Em janeiro deste ano, a PMJP conseguiu resolver um problema histórico da capital paraibana com a entrega de 136 apartamentos para moradores de áreas de risco da comunidade do Timbó.

Aproximadamente 600 pessoas foram beneficiadas pela ação, que além da moradia segura, também contou com obras de infraestrutura, como a pavimentação de ruas e a contenção de encostas, solução para problemas de deslizamento de barreiras e alagamentos. No total, foram investidos R$ 14,5 milhões.

A retirada de famílias de áreas de risco tem sido uma preocupação da prefeitura, que em setembro passado entregou 856 unidades habitacionais no Vale das Palmeiras, no Cristo Redentor.

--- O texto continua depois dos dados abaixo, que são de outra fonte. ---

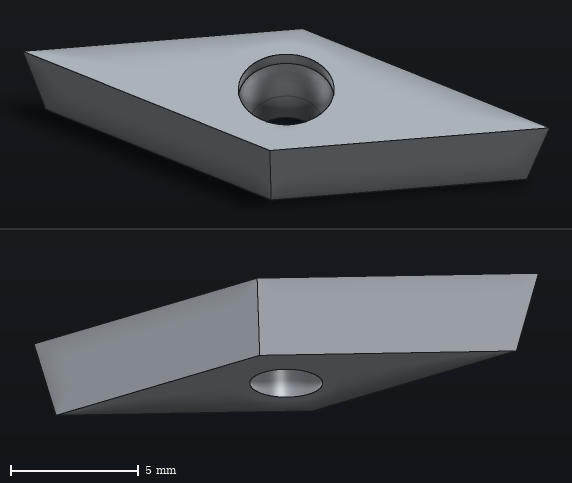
import cadquery as cq
import math

inscribed_diameter = 6.35
thickness = 3.18
nose_angle = 35.0
relief_angle = 5.0

rim_radius = 1.88
bore_radius = 1.43
rim_depth = 0.53
seat_bottom_depth = 1.93


def make_rhombus_body():
    """Rhombus with two edges along X, tapering inward below the top face."""
    edge_length = inscribed_diameter / math.sin(math.radians(nose_angle))
    slant_run = inscribed_diameter / math.tan(math.radians(nose_angle))
    half_height = inscribed_diameter / 2
    long_tip_x = (edge_length + slant_run) / 2
    short_tip_x = (edge_length - slant_run) / 2
    corners = [
        (-long_tip_x, -half_height),
        (short_tip_x, -half_height),
        (long_tip_x, half_height),
        (-short_tip_x, half_height),
    ]
    return (
        cq.Workplane("XY")
        .workplane(offset=thickness)
        .polyline(corners)
        .close()
        .extrude(-thickness, taper=relief_angle)
    )


def make_screw_hole():
    """Solid of revolution about Z that is removed to form the hole."""
    rim_z = thickness - rim_depth
    seat_bottom_z = thickness - seat_bottom_depth
    seat_height = seat_bottom_depth - rim_depth
    seat_width = rim_radius - bore_radius
    seat_radius = (seat_height**2 + seat_width**2) / (2 * seat_width)
    seat_center_radius = bore_radius + seat_radius
    mid_angle = math.asin(seat_height / seat_radius) / 2
    seat_middle = (
        seat_center_radius - seat_radius * math.cos(mid_angle),
        seat_bottom_z + seat_radius * math.sin(mid_angle),
    )
    return (
        cq.Workplane("XZ")
        .moveTo(0, 0)
        .lineTo(bore_radius, 0)
        .lineTo(bore_radius, seat_bottom_z)
        .threePointArc(seat_middle, (rim_radius, rim_z))
        .lineTo(rim_radius, thickness)
        .lineTo(0, thickness)
        .close()
        .revolve(360, (0, 0, 0), (0, 1, 0))
    )


result = make_rhombus_body().cut(make_screw_hole())

Foram investidos R$34 milhões para que as famílias ganhassem uma moradia segura.

Em junho passado, foi a vez de 45 famílias ganharem novas residências e deixarem a área de risco onde viviam na comunidade Gadanho, em Tambiá. Cerca de 200 pessoas foram beneficiadas. Contemplando obras de infraestrutura no local, a ação foi orçada em R$ 1 milhão, custeados com recursos próprios e do Programa de Subsídio Habitacional de Interesse Social (PSH) do Ministério das Cidades.

As moradias com acessibilidade para pessoas com algum grau de deficiência também são uma preocupação do governo municipal. Em setembro do ano passado, foram entregues, na Ilha do Bispo, 24 moradias adaptadas para pessoas com deficiência. As unidades beneficiaram cerca de 120 pessoas.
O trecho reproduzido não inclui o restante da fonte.